A comparison of our model with other models shows that our model is able to reconstruct better visual effects and finer texture details.

4.2 Implements Details

In training our network, we set the patch size to 48 as the input image block size and the batch size to 16, and constrain our training process by \(L_1\) loss, edge loss, and texture loss, and set the weights to 1, 0.1, and 0.001, respectively. Since the pixel values of texture maps range from 0 to 255, we need to constrain it to the same dimension as the edge loss. The parameters of the optimizer are set to \({\beta _1} = 0.9,{\beta _2} = 0.999\), respectively, and the epoch is set to 600, and our residual block is finally set to 40. All code is based on the pytorch framework and is trained on 2 TITAN Xp GPUS.

4.3 Qualitative Comparisons and Discussion

As shown in the Fig. 3, we selected different images from the test dataset and reconstructed them with the available super-resolution. When compared with other super-resolution methods, our network is able to reconstruct not only more accurate texture information, but also sharper edges. In the first image, our reconstructed image has a better visual effect and a clearer reconstruction for some fine textures. In the second image, we reconstructed more accurate texture details. The third image clearly shows that the reconstructed image of our model highlights the edge line part of the floor.

4.4 Quantitative Comparisons and Discussion

As shown in Table 1, our model is compared with other neural network models. PSNR and SSIM are common metrics for judging the quality of reconstruction in super-resolution domains. Other methods have difficulty in reconstructing high quality images by learning the own features of LR images. Our model is able to effectively reconstruct the edges and textures of the images by using the prior generated from HR images, and is higher than other models in both PSNR and SSIM metrics.

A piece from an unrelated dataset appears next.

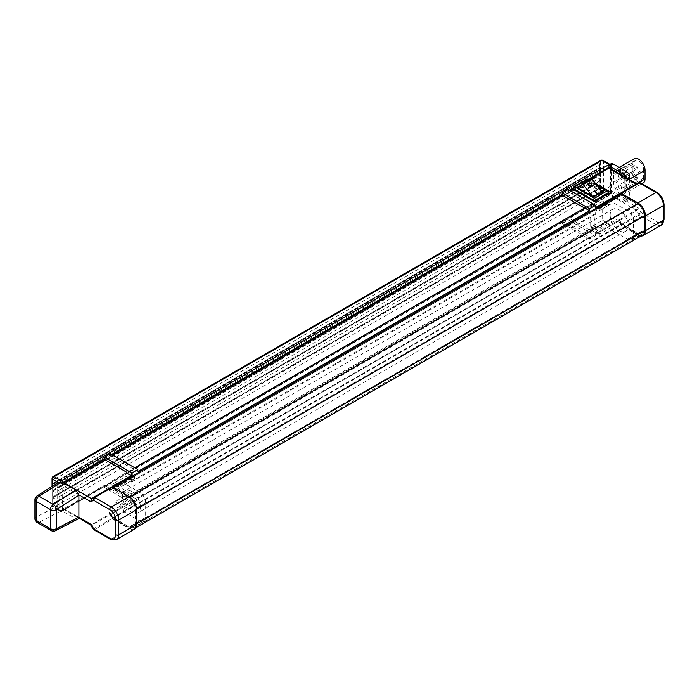 <?xml version="1.0" encoding="UTF-8"?>
<svg xmlns="http://www.w3.org/2000/svg" width="699" height="699" viewBox="0 0 699 699"><rect width="100%" height="100%" fill="white"/><g stroke="black" fill="none" stroke-linecap="round" stroke-linejoin="round"><path stroke-width="0.52" stroke-dasharray="3.5 2.62" d="M123.47 485.351L134.724 478.859L134.724 476.403L123.47 482.904L123.47 485.351L122.57 485.875A5.304 3.067 60 0 1 119.913 485.613L114.977 482.756L114.977 501.821L126.231 495.32L131.167 498.177A5.304 3.067 60 0 1 133.824 500.973L134.724 502.546L134.724 504.993L132.758 501.585A3.18 1.835 60 0 0 131.167 499.907L131.167 501.637L126.231 498.789L126.973 498.352L109.411 488.208L109.411 489.947A3.18 1.835 -120 0 0 111.001 490.104L112.967 488.968L129.228 498.352A8.484 4.902 -120 0 1 135.23 508.75L135.23 523.481A8.484 4.902 60 0 1 133.474 527.361A8.484 4.902 60 0 1 129.228 526.941L112.967 517.557L111.001 514.149A3.18 1.835 60 0 0 109.411 512.472L109.411 514.202A1.057 0.612 60 0 1 109.944 514.761L112.128 518.553L93.465 528.82L94.653 529.501L112.661 519.112L129.228 528.68L111.22 539.069L94.653 529.501A1.057 0.612 -120 0 1 94.12 528.942L91.936 525.159L109.944 514.761M112.128 487.002L109.944 488.26A1.057 0.612 60 0 1 109.935 488.269M134.531 529.204A10.607 6.125 60 0 1 129.228 528.68M112.661 519.112A1.057 0.612 60 0 1 112.128 518.553M110.791 514.272L110.259 514.578L112.661 518.588L129.228 528.156A9.978 5.758 -120 0 0 134.217 528.654A9.978 5.758 -120 0 0 136.279 524.084L136.279 509.353A9.978 5.758 -120 0 0 129.228 497.138L112.661 487.57L110.259 488.819L110.791 489.737L112.845 488.549L129.228 498.011A8.912 5.146 60 0 1 135.527 508.924L135.527 523.647A8.912 5.146 60 0 1 133.684 527.728A8.912 5.146 60 0 1 129.228 527.291L112.845 517.828L110.791 514.272L619.48 220.578L618.947 220.893L621.35 224.903L637.916 234.471A9.978 5.758 -120 0 0 642.905 234.96M596.343 233.073L596.343 231.343L618.099 218.778L618.099 220.508A1.057 0.612 -120 0 1 618.632 221.076L636.64 210.679L638.536 208.057L636.107 210.119L596.343 233.073L591.398 230.224L591.398 226.756L596.343 229.613A5.304 3.067 60 0 1 598.999 232.409L599.899 233.982L599.899 236.428L597.933 233.02L619.69 220.456L621.656 223.863L637.916 233.256A8.484 4.902 60 0 0 642.163 233.676A8.484 4.902 60 0 0 643.919 229.788L643.919 215.056A8.484 4.902 -120 0 0 637.916 204.667L621.656 195.274L619.69 196.41A3.18 1.835 -120 0 1 618.099 196.253L618.099 195.755M620.817 224.86A1.057 0.612 -120 0 0 621.35 225.419L639.358 215.021L641.166 212.601L620.817 224.86L618.632 221.076M611.66 165.68L611.66 193.405L610.157 194.27L622.914 201.635A4.246 2.446 -120 0 0 625.037 201.845A4.246 2.446 -120 0 0 625.823 200.709L610.157 191.666A2.123 1.223 -60 0 1 608.654 194.27L636.107 210.119A1.057 0.612 60 0 1 636.64 210.679L638.825 214.462A1.057 0.612 -120 0 0 639.358 215.021L655.924 224.589L637.916 234.986L621.35 225.419M637.916 234.986A10.607 6.125 -120 0 0 641.097 236.009M618.099 218.778A3.18 1.835 60 0 1 619.69 220.456M621.14 193.859L618.947 195.126L619.48 196.043L621.533 194.855L637.916 204.318A8.912 5.146 60 0 1 644.225 215.231L644.225 229.962A8.912 5.146 60 0 1 642.372 234.043A8.912 5.146 60 0 1 637.916 233.597L621.533 224.143L619.48 220.578M619.908 188.634A2.123 1.223 60 0 1 618.528 186.764A2.123 1.223 60 0 1 618.851 185.069A2.123 1.223 60 0 1 620.974 186.292A2.123 1.223 60 0 1 620.974 188.739A2.123 1.223 60 0 1 619.908 188.634M624.792 180.193L624.792 188.852A6.894 3.984 60 0 1 623.359 192.007A6.894 3.984 60 0 1 618.047 190.163A6.894 3.984 60 0 1 615.033 183.225L615.033 174.558A6.894 3.984 60 0 1 616.466 171.404A6.894 3.984 60 0 1 621.778 173.247A6.894 3.984 60 0 1 624.792 180.193L643.543 169.359L643.543 178.027A6.894 3.984 60 0 1 642.119 181.181A6.894 3.984 60 0 1 636.806 179.337A6.894 3.984 60 0 1 633.792 172.391L633.792 163.732A6.894 3.984 60 0 1 635.225 160.569A6.894 3.984 60 0 1 640.537 162.421A6.894 3.984 60 0 1 643.543 169.359M619.908 178.245A2.123 1.223 60 0 1 618.528 176.366A2.123 1.223 60 0 1 618.851 174.671A2.123 1.223 60 0 1 620.974 175.895A2.123 1.223 60 0 1 620.974 178.35A2.123 1.223 60 0 1 619.908 178.245M588.619 184.449L588.619 183.846L587.728 184.693L587.728 183.741L588.776 180.709L589.825 184.693A1.485 0.856 0 0 0 588.619 184.449L602.407 192.408A1.485 0.856 0 0 0 602.416 192.321A1.485 0.856 0 0 0 601.979 191.709L601.979 191.474M589.825 184.693L601.979 191.709M592.534 196.07L592.228 197.345L580.074 190.329A1.485 0.856 0 0 1 579.637 189.717A1.485 0.856 0 0 1 579.637 189.665L579.637 188.992L587.728 184.693M592.228 197.345A1.485 0.856 0 0 0 593.381 197.59L594.325 197.345L594.325 196.393L601.979 191.972A1.485 0.856 -0 0 0 602.416 191.369L602.905 190.941L601.979 191.972L601.979 192.924L602.407 192.408M588.226 179.293L586.601 180.237L586.601 181.015A1.485 0.856 180 0 1 588.698 181.015L608.357 192.365A1.485 0.856 180 0 1 608.794 192.968M588.908 179.678L586.601 181.015M609.72 168.171A2.123 1.223 -60 0 1 610.157 169.141L625.823 178.184A4.246 2.446 -120 0 0 625.579 177.328M610.157 168.424L610.157 169.141M573.259 189.071A1.485 0.856 180 0 1 573.696 188.459L573.259 188.713M570.017 190.582L568.138 191.666L568.138 190.888L562.145 194.357M573.696 188.459L573.696 187.682L573.276 187.926M595.592 206.651L591.398 204.23L590.655 204.667L568.138 191.666M629.668 179.687L629.668 197.73A4.246 2.446 60 0 1 628.785 199.678A4.246 2.446 60 0 1 626.662 199.468L613.163 191.666A4.246 2.446 60 0 1 610.157 186.467L607.912 187.769A4.246 2.446 -120 0 0 609.458 191.701A4.246 2.446 -120 0 0 610.909 192.968L611.66 193.405M610.017 164.448A2.123 1.223 -60 0 1 610.463 165.418L609.458 164.842A4.246 2.446 -120 0 0 608.785 165.034A4.246 2.446 -120 0 0 607.912 166.982L610.157 165.68L610.157 186.467M610.157 165.68A4.246 2.446 60 0 1 611.04 163.732M621.018 193.929A9.017 5.208 60 0 1 613.539 182.352L613.539 173.693A9.017 5.208 60 0 1 615.4 169.56A9.017 5.208 60 0 1 622.355 171.98A9.017 5.208 60 0 1 626.287 181.058L626.287 189.717A9.017 5.208 60 0 1 624.425 193.85A9.017 5.208 60 0 1 621.175 193.981M610.157 191.666L610.157 166.633M608.654 194.27L568.138 217.66L590.655 230.653L591.398 230.224M562.145 223.287L589.589 239.137L595.592 235.677L568.138 219.827L562.145 223.287L562.145 221.906L568.138 218.438L568.138 217.66M607.912 166.982L607.912 187.769M639.891 182.788L657.427 193.405A8.484 4.902 60 0 1 663.43 203.793L663.43 218.525A8.484 4.902 60 0 1 657.427 221.994L641.166 212.601L638.536 208.057L625.823 200.709A4.246 2.446 -120 0 0 625.911 199.897L629.668 197.73M627.283 178.315L625.911 179.11L625.911 199.897M625.911 179.11A4.246 2.446 -120 0 0 625.823 178.184L638.536 185.532L636.64 184.178L618.632 194.575L636.64 184.178A1.057 0.612 60 0 1 636.632 184.178M595.592 235.677L595.592 226.747L131.919 494.446L131.919 503.376L137.921 499.907L110.468 484.058L104.466 487.526L104.466 485.359L63.95 508.75A2.123 1.223 -60 0 1 62.893 508.855A2.123 1.223 -60 0 1 62.456 507.885L62.456 511.004L60.953 511.782L58.218 509.344L57.204 506.146L36.191 516.998L36.191 497.898L57.204 484.503L57.204 506.146M62.456 482.24L62.456 485.359A2.123 1.223 -60 0 1 63.679 482.948M57.204 484.503L58.218 482.485L59.756 483.367A2.123 1.223 -60 0 1 59.878 482.598M134.724 478.859L133.824 479.374A5.304 3.067 60 0 1 131.167 479.112L126.231 476.264L126.231 472.795M131.167 476.884L131.167 477.382A3.18 1.835 -120 0 0 132.758 477.539L134.724 476.403M126.231 495.32L126.231 498.789M131.167 477.382L109.411 489.947M596.343 231.343A3.18 1.835 60 0 1 597.933 233.02M114.977 482.756L126.231 476.264M126.973 473.232L126.973 498.352M591.398 204.23L591.398 207.699L602.652 201.198L602.652 220.255L591.398 226.756M590.655 204.667L590.655 230.653M62.98 482.546L62.15 483.367L62.456 510.392L110.468 482.677L110.468 481.891L132.976 494.892L584.652 234.121L562.145 221.129L110.468 481.891M110.468 484.058L110.468 482.677L562.145 221.906L562.145 221.129M63.95 508.75L91.403 524.6A1.057 0.612 60 0 1 91.936 525.159L90.835 524.267L91.403 524.6L131.167 501.637M109.411 488.208L104.466 485.359M584.652 234.121L132.976 494.892M584.652 234.296L589.589 237.144L137.921 497.915L132.976 495.058M112.347 454.822L110.468 455.905L137.921 471.58M584.495 208.04L132.976 468.898M110.468 453.738L110.468 455.905M134.706 467.727L132.976 468.723M52.827 477.635L52.827 484.058L54.321 482.476L599.655 167.629L599.655 163.653L599.803 167.716L55.099 482.196L55.099 478.946L599.803 164.466L600.284 161.565L52.827 477.635L55.099 478.946M599.803 187.856L55.099 502.336L55.099 499.095L599.803 184.606L599.803 187.856L600.284 188.136L599.803 187.856M52.827 484.346L52.827 490.777L54.321 489.186L599.655 174.348L599.655 170.373L599.803 174.427L55.099 488.907L55.099 485.665L599.803 171.176L600.284 168.276L52.827 484.346L55.099 485.665M599.803 181.146L55.099 495.626L55.099 492.376L599.803 177.895L599.803 181.146L600.284 181.417L599.803 181.146M52.827 484.058L600.284 167.987L599.803 167.716L600.284 167.987L600.284 161.565M52.827 504.197L54.321 502.616L599.655 187.769L600.284 181.705L52.827 497.775L52.827 504.197L600.284 188.136L600.284 181.705M55.099 499.095L52.827 497.775M52.827 490.777L600.284 174.706L599.803 174.427L600.284 174.706L600.284 168.276M52.827 497.487L54.321 495.906L599.655 181.058L600.284 174.995L52.827 491.065L52.827 497.487L600.284 181.417L600.284 174.995M55.099 492.376L52.827 491.065M610.463 166.808A1.695 0.979 180 0 0 610.952 166.109L610.952 166.082A1.695 0.979 180 0 0 610.463 165.418L610.463 192.277L603.403 188.206L603.403 161.347L609.458 164.842A4.246 2.446 -120 0 1 610.699 165.13M52.076 486.382L52.076 505.281A2.123 1.223 0 0 1 52.696 504.416L52.696 477.566L600.406 161.347L600.406 188.206L52.696 504.416A2.123 1.223 60 0 0 54.199 507.02A2.123 1.223 -60 0 1 53.141 507.125L60.193 511.196L62.097 511.17A1.695 0.979 -120 0 1 61.25 511.091L54.199 507.02L601.909 190.801L608.96 194.872L61.25 511.091A2.123 1.223 -60 0 1 60.193 511.196A2.123 1.223 -60 0 1 59.756 510.226L52.696 506.155L52.696 485.988M111.674 454.429L104.466 458.588M586.601 180.237L573.696 187.682L586.601 180.237M62.15 510.226A1.695 0.979 180 0 1 59.756 510.226L59.756 483.367A1.695 0.979 180 0 0 62.15 483.367M636.964 183.994L638.536 185.532L641.166 184.012L640.511 182.92M62.456 507.885L78.943 517.409M78.943 494.883L62.456 485.359M109.944 488.26L91.936 498.658M568.138 189.499L568.138 190.888L569.344 190.198M595.592 226.747L594.84 226.319L594.84 213.842L595.592 214.278L595.592 208.608M568.138 219.827L568.138 218.438L610.157 194.27M131.919 476.307L131.919 481.978L131.167 481.541L131.167 494.018L131.919 494.446M595.592 214.278L131.919 481.978M137.921 499.907L137.921 497.915M589.589 239.137L589.589 237.144M594.84 226.319L131.167 494.018M594.84 213.842L131.167 481.541M104.466 487.526L107.532 489.291M107.847 489.475L131.919 503.376M599.899 236.428L611.153 229.927L627.414 239.32A8.484 4.902 -120 0 0 631.66 239.74A8.484 4.902 -120 0 0 633.416 235.851L633.416 221.129A8.484 4.902 60 0 0 627.414 210.731L611.153 201.338L597.933 208.975L619.69 196.41L597.933 208.975A3.18 1.835 -120 0 1 596.343 208.818L618.099 196.253M602.652 220.255L607.597 223.112A5.304 3.067 60 0 1 610.253 225.908L611.153 227.481L611.153 229.927L621.656 223.863M602.652 201.198L607.597 204.056A5.304 3.067 60 0 0 610.253 204.318L611.153 203.793L611.153 201.338L621.656 195.274M599.899 207.839L599.899 210.285L598.999 210.81A5.304 3.067 60 0 1 596.343 210.548L591.398 207.699M596.343 208.319L596.343 208.818M131.167 499.907L109.411 512.472M611.153 227.481L599.899 233.982M610.253 204.318L598.999 210.81L610.253 204.318M611.153 203.793L599.899 210.285M610.157 215.056A12.731 7.348 -120 0 0 615.714 227.874A12.731 7.348 -120 0 0 625.526 231.282A12.731 7.348 -120 0 0 625.526 216.585A12.731 7.348 -120 0 0 612.796 209.228A12.731 7.348 -120 0 0 610.157 215.056M134.724 504.993L123.47 511.493L139.73 520.877A8.484 4.902 -120 0 0 143.977 521.297A8.484 4.902 -120 0 0 145.733 517.417L145.733 502.686A8.484 4.902 60 0 0 139.73 492.288L123.47 482.904L112.967 488.968M114.977 501.821L119.913 504.669A5.304 3.067 60 0 1 122.57 507.474L123.47 509.038L123.47 511.493L112.967 517.557M122.57 485.875L133.824 479.374M123.47 509.038L134.724 502.546M140.482 507.02A12.731 7.348 -120 0 0 134.924 494.202A12.731 7.348 -120 0 0 125.112 490.794A12.731 7.348 -120 0 0 122.474 496.622A12.731 7.348 -120 0 0 128.031 509.431A12.731 7.348 -120 0 0 137.843 512.848A12.731 7.348 -120 0 0 140.482 507.02M78.017 519.042L75.955 518.798L62.456 511.004M60.953 483.201L60.953 511.782M643.176 183.016A9.017 5.208 60 0 1 636.23 180.604A9.017 5.208 60 0 1 632.289 171.526L632.289 162.867A9.017 5.208 60 0 1 634.159 158.734M601.979 192.924L594.325 197.345M579.637 189.665L593.381 197.59M580.074 190.329L580.074 189.377L592.228 196.393A1.485 0.856 0 0 0 594.325 196.393L594.019 196.07M580.074 189.377L579.637 188.765A1.485 0.856 -0 0 0 580.074 189.377M582.04 184.195L591.039 178.996L588.619 183.846M602.407 192.251L601.848 191.543M593.381 197.415L592.123 195.834M588.226 183.496A1.922 1.52 36.3 0 0 591.319 185.768M591.083 185.593A1.634 1.293 36.3 0 0 588.453 183.662M594.692 190.984L597.033 193.938M110.259 514.578L618.947 220.893M112.443 487.553L112.985 487.247L112.443 487.553M110.259 488.819L618.947 195.126M110.791 489.737L619.48 196.043M112.845 488.549L621.533 194.855M112.845 517.828L621.533 224.143M579.654 188.634A1.485 0.856 -0 0 0 579.637 188.765L579.637 189.717M600.598 189.962L589.825 183.741A1.485 0.856 0 0 0 587.728 183.741L580.074 188.162L580.074 189.114M602.416 192.321L602.416 191.369A1.485 0.856 -0 0 0 602.398 191.229M657.427 221.994A2.123 1.223 120 0 1 655.924 224.589A10.607 6.125 -120 0 0 661.228 225.113M600.406 188.206A2.123 1.223 -120 0 0 601.909 190.801A2.123 1.223 -60 0 0 603.403 188.206A2.123 1.223 0 0 0 600.406 188.206M52.076 478.431A2.123 1.223 180 0 1 52.696 477.566A2.123 1.223 60 0 1 53.141 476.587M52.076 505.281A2.123 1.223 0 0 0 52.696 506.155A2.123 1.223 -60 0 0 53.141 507.125A2.123 2.123 0 0 1 52.076 505.281M600.843 160.377A2.123 1.223 -120 0 0 600.406 161.347A2.123 1.223 180 0 1 603.403 161.347A2.123 1.223 -60 0 0 602.966 160.377M610.952 166.109L610.952 192.968A1.695 0.979 180 0 0 610.463 192.277A2.123 1.223 -60 0 1 608.96 194.872A1.695 0.979 -120 0 0 609.808 194.96A1.695 0.979 -120 0 0 610.157 194.182M62.456 482.843A1.695 0.979 -120 0 0 62.368 482.293M62.456 510.392A1.695 0.979 -120 0 1 62.097 511.17L609.808 194.96L610.952 192.968A1.695 0.979 180 0 1 610.463 193.658M116.523 539.602A10.607 6.125 60 0 1 111.22 539.069A2.123 1.223 120 0 1 110.162 539.174M664.05 219.39A2.123 1.223 0 0 0 663.43 218.525M664.05 204.667A2.123 1.223 0 0 0 663.43 203.793M656.99 192.426A2.123 1.223 -60 0 1 657.427 193.405M627.414 239.32L637.916 233.256M633.416 235.851L643.919 229.788M633.416 221.129L643.919 215.056M627.414 210.731L637.916 204.667M610.253 225.908L598.999 232.409M607.597 223.112L596.343 229.613M607.597 204.056L596.343 210.548M139.73 492.288L129.228 498.352M145.733 502.686L135.23 508.75M145.733 517.417L135.23 523.481M139.73 520.877L129.228 526.941M132.758 501.585L111.001 514.149M119.913 485.613L131.167 479.112M119.913 504.669L131.167 498.177M122.57 507.474L133.824 500.973M75.955 518.798L53.29 530.515L39.039 522.284L60.201 511.345M51.324 530.637A4.246 2.446 -60 0 0 53.29 530.515A4.246 2.578 -117.3 0 0 55.396 530.733M36.916 496.054A4.246 2.315 -122.5 0 0 36.191 497.898A4.246 2.446 180 0 0 34.95 499.636M34.95 518.737A4.246 2.446 0 0 1 36.191 516.998A4.246 2.578 -117.3 0 0 39.039 522.284A4.246 2.446 -60 0 1 37.073 522.406M610.909 192.968L613.163 191.666M626.662 199.468L622.914 201.635M632.289 171.526L613.539 182.352M636.667 183.732L626.287 189.717M632.289 162.867L613.539 173.693M629.668 179.11L626.287 181.058M633.792 172.391L615.033 183.225M643.543 178.027L624.792 188.852M633.792 163.732L615.033 174.558M588.698 181.015L588.698 180.062L608.357 191.412L608.357 192.365M596.195 184.387L588.881 180.167M581.751 184.763L588.776 180.709L597.077 185.497M573.259 188.118A1.485 0.856 180 0 1 573.696 187.507A1.485 0.856 60 0 1 574.001 186.834M586.907 179.381A1.485 0.856 -120 0 0 586.601 180.062A1.485 0.856 180 0 1 588.698 180.062A1.485 0.856 120 0 0 588.392 179.381M608.051 190.731A1.485 0.856 -60 0 1 608.357 191.412A1.485 0.856 180 0 1 608.794 192.015M633.871 177.118A2.123 1.223 -120 0 0 635.365 179.713A2.123 1.223 -120 0 0 636.431 179.818A2.123 1.223 -120 0 0 636.868 178.848A2.123 1.223 -120 0 0 635.941 176.716A2.123 1.223 -120 0 0 634.308 176.139A2.123 1.223 -120 0 0 633.871 177.118M633.871 166.72A2.123 1.223 -120 0 0 635.365 169.315A2.123 1.223 -120 0 0 636.431 169.42A2.123 1.223 -120 0 0 636.868 168.45A2.123 1.223 -120 0 0 635.941 166.318A2.123 1.223 -120 0 0 634.308 165.75A2.123 1.223 -120 0 0 633.871 166.72M112.443 518.37L621.14 224.676M112.661 518.588L621.35 224.903M129.228 528.156L637.916 234.471M136.279 524.084L136.733 523.822M136.279 509.353L136.716 509.108M129.228 497.138L129.665 496.884M112.661 487.57L113.107 487.317M129.228 498.011L637.916 204.318M135.527 508.924L644.225 215.231M135.527 523.647L644.225 229.962M129.228 527.291L637.916 233.597M62.893 508.855L78.812 518.046M631.66 239.74L642.163 233.676M143.977 521.297L133.474 527.361M625.037 201.845L628.785 199.678M608.785 165.034L609.912 164.387M641.935 183.741L624.425 193.85M619.148 167.402L615.4 169.56M642.119 181.181L623.359 192.007M635.225 160.569L616.466 171.404M589.318 179.914L595.461 183.461M620.974 188.739L636.431 179.818A2.123 2.123 0 0 0 637.208 176.917A2.123 2.123 0 0 0 634.308 176.139L618.851 185.069M620.974 178.35L636.431 169.42A2.123 2.123 0 0 0 637.208 166.519A2.123 2.123 0 0 0 634.308 165.75L618.851 174.671M612.796 209.228L125.112 490.794M625.526 231.282L137.843 512.848M134.217 528.654L136.025 527.605M133.684 527.728L642.372 234.043"/><path stroke-width="1.05" d="M109.935 488.269A1.057 0.612 60 0 1 109.411 488.208L131.167 475.652L126.231 472.795L126.973 472.367L126.973 473.232M112.661 487.054L94.653 497.452L93.465 500.231L90.835 501.742L91.936 498.658L112.128 487.002A1.057 0.612 60 0 1 112.661 487.054L129.228 496.622A10.607 6.125 60 0 1 136.733 509.615L136.733 524.346A10.607 6.125 60 0 1 134.531 529.204L116.523 539.602A10.607 6.125 60 0 0 118.725 534.744L136.733 524.346M641.097 236.009A10.607 6.125 -120 0 0 643.22 235.511A10.607 6.125 -120 0 0 645.422 230.653L645.422 215.93A10.607 6.125 -120 0 0 637.916 202.928L621.35 193.361A1.057 0.612 -120 0 0 620.817 193.308L639.891 182.788M595.592 206.651L596.343 207.087L618.099 194.523A1.057 0.612 -120 0 0 618.632 194.575L638.825 182.92A1.057 0.612 -120 0 1 639.358 182.972L621.35 193.361M636.632 184.178A1.057 0.612 60 0 1 636.107 184.125L618.099 194.523L618.099 195.755M136.025 527.605L642.905 234.96A9.978 5.758 -120 0 0 644.967 230.39L644.967 215.668A9.978 5.758 -120 0 0 637.916 203.453L621.14 193.859L112.985 487.247L621.14 193.859M636.964 183.994L636.107 184.125L608.654 168.276L588.908 179.678M608.654 168.276A2.123 1.223 -60 0 1 609.72 168.171L637.042 183.942M609.912 164.387L611.04 163.732A4.246 2.446 60 0 1 613.163 163.942L610.909 165.244L611.66 165.68L610.157 166.545L610.157 168.424M573.259 188.713L570.017 190.582M608.357 193.571L608.357 192.618A1.485 0.856 180 0 0 608.794 192.015L608.794 192.968A1.485 0.856 180 0 1 608.357 193.571L595.452 201.024A1.485 0.856 180 0 1 593.355 201.024L573.696 189.674A1.485 0.856 180 0 1 573.259 189.071L573.259 188.118A1.485 0.856 180 0 0 573.696 188.721L573.696 189.674M625.579 177.328A4.246 2.446 -120 0 0 622.914 173.911L626.662 171.744L613.163 163.942M626.662 171.744A4.246 2.446 60 0 1 629.668 176.943L629.668 179.687M63.679 482.948A2.123 1.223 -60 0 1 63.95 482.756L91.403 498.605L109.411 488.208M104.466 457.198L110.468 453.738L137.921 469.588L131.919 473.048L104.466 457.198L104.466 459.365L63.95 482.756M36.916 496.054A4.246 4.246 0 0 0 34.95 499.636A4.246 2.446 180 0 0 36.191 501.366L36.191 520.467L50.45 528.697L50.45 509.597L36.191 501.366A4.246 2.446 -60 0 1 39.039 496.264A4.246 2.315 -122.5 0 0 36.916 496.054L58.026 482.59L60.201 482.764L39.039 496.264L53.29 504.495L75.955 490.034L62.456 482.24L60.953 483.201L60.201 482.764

Table 1. Quantitative analysis with existing CNN-based models for super-resolution reconstruction Highlighted indicates the best result.
Table 2. On scale x4, experimental results generated by different a prior information. Highlighted indicates the best result.
Fig. 4.
figure 4

Comparison chart of the ablation experiment, w/o indicates that the prior information is not introduced, w indicates that the prior information is introduced.

5 Analysis and Discussion

5.1 Effectiveness of the Prior Information

It is a very important issue that how to use the effective prior information to aid the super-resolution reconstruction, so we conducted an experimental analysis of the factors affecting the super-resolution reconstruction. When we introduce only texture prior, we can see from Table 2 that the reconstruction of the image is not very good. If only fine edge prior information is introduced, the reconstruction effect is not very good for high frequency regions with regular pixel points and textures. As shown in Fig. 4, when we introduce both fine edge prior information and texture prior information, we can reconstruct the details of the image better.

Table 3. For the study of \({\lambda }\)

5.2 Study of \(\lambda \)

During the training process, the setting of hyper-parameters also has an important influence on the reconstruction effect. \({\lambda _1}\) and \({\lambda _2}\) are set to adjust the edge loss and the texture loss respectively. To weigh the influence of fine edges and textures in the reconstruction process, we set \({\lambda _1}\) to 0.1 and \({\lambda _2}\) to 0.001, thus controlling the texture loss and edge loss in the same dimension. From Table 3 We can see that different super parameter settings lead to different reconstruction effects.

6 Conclusion

In this article, we introduce a novel super-resolution network using fine edge and texture priors. The network consists of four components: a shallow feature extraction network, a fine texture reconstruction network, a fine edge reconstruction network, and an image refinement network. Our model uses fine edge and texture prior to not only reconstruct the internal texture details in the image, but also effectively avoid reconstructing the wrong edge information.